Toss toasted pecans into a salad instead of croutons. Add chopped walnuts to Saturday morning’s pancake mix. Swirl some peanut butter into the sauce of a vegetable stir-fry.
These simple steps to add nutty goodness elevate the flavors in a recipe and boost the nutrition in your dish.
Nuts get rave reviews from nutritionists like me primarily because of their healthy fat profile. Walnuts, almonds, pistachios and hazelnuts are rich in cholesterol-lowering monounsaturated and polyunsaturated fats and contain lower amounts of cholesterol-raising saturated fats. (So do peanuts, which are technically legumes.)
And that’s not all. Nuts contain dietary fiber, plant-based protein, vitamin E and potassium, calcium and magnesium. Because they’re chock-full of these nutrients and the fats that support heart health, the US Food and Drug Administration allows packages of nuts to sport this qualified health claim: “Scientific evidence suggests, but does not prove, that eating 1.5 ounces per day of most nuts as part of a diet low in saturated fat and cholesterol may reduce the risk of heart disease.” (While the government-speak wording seems a bit wishy-washy, the FDA claim is meant to encourage daily nut consumption to help prevent heart disease.)
“Nuts are nutrient-dense foods filled with healthy fats that are linked to optimal health, primarily heart health benefits,” said Sharon Palmer, a registered dietitian nutritionist and author of “The Plant-Powered Plan to Beat Diabetes.” “Eating just a handful of nuts a day lowers LDL (bad) cholesterol levels and benefits blood pressure and inflammation, which can lead to better heart health.”

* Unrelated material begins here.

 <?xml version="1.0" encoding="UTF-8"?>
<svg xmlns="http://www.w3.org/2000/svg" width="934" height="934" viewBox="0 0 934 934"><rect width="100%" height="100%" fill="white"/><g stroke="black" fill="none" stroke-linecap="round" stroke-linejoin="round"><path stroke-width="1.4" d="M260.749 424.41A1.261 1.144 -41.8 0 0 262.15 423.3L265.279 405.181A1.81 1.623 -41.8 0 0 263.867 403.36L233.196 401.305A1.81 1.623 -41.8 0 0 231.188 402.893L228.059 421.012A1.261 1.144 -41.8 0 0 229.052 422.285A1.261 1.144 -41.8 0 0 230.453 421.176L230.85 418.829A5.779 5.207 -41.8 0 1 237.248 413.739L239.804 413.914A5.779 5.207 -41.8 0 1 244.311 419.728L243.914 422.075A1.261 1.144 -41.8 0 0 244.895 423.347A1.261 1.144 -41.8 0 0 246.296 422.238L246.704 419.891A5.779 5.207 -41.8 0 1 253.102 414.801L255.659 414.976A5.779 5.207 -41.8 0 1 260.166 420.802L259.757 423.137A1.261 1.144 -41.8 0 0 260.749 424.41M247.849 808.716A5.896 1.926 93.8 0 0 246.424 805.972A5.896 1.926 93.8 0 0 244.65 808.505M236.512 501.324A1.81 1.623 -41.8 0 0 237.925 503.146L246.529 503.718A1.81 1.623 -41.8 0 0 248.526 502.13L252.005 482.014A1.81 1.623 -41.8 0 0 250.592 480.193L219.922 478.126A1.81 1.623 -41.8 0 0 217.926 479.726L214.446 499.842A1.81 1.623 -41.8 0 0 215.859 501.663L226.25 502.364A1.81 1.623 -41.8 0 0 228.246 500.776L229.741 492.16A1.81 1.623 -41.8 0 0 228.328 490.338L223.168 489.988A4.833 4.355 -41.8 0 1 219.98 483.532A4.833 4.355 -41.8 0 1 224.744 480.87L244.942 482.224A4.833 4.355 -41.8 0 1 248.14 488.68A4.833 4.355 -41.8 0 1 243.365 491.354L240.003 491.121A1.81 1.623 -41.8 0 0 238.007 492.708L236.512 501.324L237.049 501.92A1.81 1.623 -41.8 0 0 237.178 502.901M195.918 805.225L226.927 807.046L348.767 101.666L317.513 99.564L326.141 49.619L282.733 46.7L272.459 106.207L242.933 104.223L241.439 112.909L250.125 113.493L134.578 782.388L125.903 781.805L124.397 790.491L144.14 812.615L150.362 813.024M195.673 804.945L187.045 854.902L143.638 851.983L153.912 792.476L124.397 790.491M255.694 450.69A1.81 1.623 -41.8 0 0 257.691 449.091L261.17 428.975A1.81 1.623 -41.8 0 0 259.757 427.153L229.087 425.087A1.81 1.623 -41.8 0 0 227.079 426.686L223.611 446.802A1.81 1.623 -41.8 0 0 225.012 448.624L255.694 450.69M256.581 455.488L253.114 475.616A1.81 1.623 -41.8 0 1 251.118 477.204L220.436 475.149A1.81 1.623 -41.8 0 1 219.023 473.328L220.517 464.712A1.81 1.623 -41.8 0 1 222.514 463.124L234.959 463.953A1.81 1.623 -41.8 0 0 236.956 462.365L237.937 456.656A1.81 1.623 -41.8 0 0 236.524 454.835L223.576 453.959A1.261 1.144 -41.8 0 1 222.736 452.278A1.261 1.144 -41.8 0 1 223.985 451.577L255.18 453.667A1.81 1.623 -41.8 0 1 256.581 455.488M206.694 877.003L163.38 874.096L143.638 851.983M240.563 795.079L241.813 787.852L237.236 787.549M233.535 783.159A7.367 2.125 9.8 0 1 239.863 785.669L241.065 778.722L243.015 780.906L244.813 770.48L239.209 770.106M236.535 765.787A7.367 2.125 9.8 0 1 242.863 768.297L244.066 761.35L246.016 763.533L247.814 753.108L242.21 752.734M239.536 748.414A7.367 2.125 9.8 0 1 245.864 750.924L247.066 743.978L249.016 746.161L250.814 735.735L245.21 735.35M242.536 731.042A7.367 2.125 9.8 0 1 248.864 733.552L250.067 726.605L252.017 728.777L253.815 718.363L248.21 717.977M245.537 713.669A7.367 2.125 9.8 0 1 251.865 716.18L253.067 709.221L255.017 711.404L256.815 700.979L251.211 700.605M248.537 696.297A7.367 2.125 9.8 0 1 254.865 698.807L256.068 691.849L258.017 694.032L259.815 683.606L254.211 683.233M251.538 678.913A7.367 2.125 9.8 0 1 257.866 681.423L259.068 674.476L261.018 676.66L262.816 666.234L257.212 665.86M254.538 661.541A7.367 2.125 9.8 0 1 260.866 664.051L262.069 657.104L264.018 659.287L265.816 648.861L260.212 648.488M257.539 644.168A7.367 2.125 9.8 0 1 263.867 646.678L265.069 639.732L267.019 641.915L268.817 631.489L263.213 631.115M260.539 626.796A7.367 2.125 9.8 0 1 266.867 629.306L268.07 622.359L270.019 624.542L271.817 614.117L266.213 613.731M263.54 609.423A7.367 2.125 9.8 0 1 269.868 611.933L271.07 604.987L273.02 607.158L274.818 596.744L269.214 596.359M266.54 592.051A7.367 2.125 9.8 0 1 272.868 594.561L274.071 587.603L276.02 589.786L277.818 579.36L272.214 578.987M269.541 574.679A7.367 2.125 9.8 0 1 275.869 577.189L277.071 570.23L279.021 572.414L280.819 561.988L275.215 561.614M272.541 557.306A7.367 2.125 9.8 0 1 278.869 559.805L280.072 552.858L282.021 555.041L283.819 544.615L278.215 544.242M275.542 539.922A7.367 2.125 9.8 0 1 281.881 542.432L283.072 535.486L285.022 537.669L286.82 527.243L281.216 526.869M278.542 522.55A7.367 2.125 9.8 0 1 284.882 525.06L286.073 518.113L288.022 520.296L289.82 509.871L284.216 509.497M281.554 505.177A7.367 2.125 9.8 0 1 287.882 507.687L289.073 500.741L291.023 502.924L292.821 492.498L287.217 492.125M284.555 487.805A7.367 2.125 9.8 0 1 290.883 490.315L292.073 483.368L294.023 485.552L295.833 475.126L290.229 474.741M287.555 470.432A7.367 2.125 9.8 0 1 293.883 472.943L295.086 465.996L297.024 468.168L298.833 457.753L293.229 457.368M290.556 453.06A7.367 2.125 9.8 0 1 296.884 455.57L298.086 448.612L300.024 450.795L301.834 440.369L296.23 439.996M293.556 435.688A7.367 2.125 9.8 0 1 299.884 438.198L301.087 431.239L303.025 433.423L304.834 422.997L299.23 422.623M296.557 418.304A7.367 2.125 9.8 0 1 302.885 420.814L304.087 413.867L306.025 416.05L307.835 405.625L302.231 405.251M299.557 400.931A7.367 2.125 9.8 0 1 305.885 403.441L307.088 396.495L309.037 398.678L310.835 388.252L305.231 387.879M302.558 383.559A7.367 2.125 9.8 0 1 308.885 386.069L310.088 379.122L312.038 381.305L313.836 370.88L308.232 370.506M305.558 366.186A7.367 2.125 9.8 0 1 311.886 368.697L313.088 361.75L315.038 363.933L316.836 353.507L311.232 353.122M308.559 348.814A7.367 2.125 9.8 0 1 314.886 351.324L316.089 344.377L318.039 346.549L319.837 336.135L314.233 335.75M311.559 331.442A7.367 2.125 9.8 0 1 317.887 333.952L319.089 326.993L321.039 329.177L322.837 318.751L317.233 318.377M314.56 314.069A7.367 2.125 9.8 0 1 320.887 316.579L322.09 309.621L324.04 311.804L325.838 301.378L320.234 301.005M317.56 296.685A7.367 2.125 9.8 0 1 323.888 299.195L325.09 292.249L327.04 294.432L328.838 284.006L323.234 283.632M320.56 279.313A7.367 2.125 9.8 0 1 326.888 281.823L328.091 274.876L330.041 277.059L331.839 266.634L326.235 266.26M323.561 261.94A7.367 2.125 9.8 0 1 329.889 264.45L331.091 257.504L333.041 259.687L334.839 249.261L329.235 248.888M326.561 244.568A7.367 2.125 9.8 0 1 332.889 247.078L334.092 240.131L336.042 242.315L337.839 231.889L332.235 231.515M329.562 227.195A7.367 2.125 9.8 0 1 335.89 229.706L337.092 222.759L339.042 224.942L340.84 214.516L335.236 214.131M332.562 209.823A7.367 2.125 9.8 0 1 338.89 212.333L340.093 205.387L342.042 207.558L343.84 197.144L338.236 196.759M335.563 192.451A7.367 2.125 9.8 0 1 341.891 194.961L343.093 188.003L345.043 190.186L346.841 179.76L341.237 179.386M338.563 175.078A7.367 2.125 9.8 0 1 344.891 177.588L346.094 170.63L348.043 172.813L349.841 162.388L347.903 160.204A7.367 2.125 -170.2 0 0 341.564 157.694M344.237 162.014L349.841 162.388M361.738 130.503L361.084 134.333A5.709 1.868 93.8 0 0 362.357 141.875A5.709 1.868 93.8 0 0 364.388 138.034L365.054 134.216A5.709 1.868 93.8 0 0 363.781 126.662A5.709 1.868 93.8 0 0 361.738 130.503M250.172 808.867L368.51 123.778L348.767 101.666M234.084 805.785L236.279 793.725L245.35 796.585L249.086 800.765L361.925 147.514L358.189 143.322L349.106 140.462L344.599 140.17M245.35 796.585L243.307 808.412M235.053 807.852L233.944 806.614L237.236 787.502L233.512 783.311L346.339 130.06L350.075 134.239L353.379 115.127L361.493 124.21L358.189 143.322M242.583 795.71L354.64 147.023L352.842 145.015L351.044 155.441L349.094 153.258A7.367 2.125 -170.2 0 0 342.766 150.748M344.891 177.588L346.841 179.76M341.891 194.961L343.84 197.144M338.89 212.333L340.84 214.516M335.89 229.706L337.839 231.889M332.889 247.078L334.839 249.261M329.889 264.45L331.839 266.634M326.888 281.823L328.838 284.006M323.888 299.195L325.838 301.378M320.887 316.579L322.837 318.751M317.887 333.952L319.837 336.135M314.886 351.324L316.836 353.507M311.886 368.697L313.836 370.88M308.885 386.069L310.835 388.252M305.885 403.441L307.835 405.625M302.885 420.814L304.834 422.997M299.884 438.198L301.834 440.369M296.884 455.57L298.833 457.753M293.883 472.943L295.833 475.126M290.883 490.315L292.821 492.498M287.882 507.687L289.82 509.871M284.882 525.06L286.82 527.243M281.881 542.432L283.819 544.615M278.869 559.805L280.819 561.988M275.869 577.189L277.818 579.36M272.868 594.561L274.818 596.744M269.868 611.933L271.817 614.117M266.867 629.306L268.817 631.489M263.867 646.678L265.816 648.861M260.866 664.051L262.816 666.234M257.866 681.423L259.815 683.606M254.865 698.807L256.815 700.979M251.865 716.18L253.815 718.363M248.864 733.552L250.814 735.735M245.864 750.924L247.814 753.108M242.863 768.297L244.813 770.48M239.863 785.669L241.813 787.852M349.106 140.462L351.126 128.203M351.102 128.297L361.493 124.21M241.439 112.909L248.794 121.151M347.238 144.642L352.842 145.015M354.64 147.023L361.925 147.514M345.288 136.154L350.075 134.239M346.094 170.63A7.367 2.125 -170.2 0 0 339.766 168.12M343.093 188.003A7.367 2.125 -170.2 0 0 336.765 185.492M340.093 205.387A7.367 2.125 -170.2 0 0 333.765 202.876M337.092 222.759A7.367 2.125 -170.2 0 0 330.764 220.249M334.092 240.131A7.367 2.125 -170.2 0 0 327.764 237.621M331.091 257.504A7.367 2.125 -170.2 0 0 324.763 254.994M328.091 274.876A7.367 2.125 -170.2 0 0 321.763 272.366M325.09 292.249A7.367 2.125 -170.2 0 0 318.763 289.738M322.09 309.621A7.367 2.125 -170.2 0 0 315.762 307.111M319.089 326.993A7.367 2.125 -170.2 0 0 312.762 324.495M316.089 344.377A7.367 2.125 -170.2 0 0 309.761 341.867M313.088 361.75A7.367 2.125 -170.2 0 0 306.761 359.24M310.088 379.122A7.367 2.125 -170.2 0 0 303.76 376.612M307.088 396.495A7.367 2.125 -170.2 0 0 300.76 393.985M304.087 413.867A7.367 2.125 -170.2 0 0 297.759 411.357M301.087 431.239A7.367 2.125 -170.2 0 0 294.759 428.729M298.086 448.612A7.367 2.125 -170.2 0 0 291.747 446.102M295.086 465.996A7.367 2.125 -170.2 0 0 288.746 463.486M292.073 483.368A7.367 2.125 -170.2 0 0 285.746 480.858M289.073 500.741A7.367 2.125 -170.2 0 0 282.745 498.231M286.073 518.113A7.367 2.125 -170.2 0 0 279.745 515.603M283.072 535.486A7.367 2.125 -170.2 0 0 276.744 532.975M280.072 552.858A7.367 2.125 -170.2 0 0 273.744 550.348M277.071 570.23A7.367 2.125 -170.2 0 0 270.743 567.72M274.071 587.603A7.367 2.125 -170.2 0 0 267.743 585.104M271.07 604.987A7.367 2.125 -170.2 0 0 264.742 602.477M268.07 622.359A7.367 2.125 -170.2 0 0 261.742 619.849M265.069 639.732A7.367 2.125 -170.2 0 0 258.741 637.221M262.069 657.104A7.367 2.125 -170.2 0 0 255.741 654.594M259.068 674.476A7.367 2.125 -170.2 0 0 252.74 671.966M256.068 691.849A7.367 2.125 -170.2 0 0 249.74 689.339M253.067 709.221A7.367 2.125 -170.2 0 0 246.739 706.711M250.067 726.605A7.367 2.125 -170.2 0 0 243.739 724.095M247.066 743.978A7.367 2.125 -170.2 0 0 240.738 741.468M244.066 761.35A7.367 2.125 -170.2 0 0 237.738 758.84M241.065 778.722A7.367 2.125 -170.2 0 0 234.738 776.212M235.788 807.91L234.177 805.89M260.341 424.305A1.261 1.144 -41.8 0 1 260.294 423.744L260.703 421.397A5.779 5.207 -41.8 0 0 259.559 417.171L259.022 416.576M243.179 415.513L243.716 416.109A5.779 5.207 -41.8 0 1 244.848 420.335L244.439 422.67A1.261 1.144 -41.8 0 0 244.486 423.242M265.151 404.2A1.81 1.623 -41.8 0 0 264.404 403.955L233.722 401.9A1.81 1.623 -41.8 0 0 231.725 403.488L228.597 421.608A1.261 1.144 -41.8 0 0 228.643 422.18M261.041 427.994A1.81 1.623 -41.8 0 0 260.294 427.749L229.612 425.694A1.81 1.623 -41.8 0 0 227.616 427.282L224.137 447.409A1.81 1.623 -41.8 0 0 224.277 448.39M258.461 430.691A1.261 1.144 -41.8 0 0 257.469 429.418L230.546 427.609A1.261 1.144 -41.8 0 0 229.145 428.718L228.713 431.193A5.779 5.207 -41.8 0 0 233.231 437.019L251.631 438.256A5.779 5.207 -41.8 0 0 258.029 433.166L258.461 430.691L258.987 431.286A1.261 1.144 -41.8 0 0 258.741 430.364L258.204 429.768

How many nuts do you need to nosh to gain heart health benefits? One and half ounces equal about a handful. Since hand sizes vary, a more specific equivalent measurement is 1⁄3 cup. Just how many you count per serving depends on the nut. You’ll get more tiny pistachios than chunky walnut halves, for instance.
What about other nuts?
Haven’t seen your favorite nut named yet? When the FDA originally published the qualified health claim, several varieties of nuts including pecans, macadamias and cashews were omitted because of their slightly higher concentrations of saturated fats.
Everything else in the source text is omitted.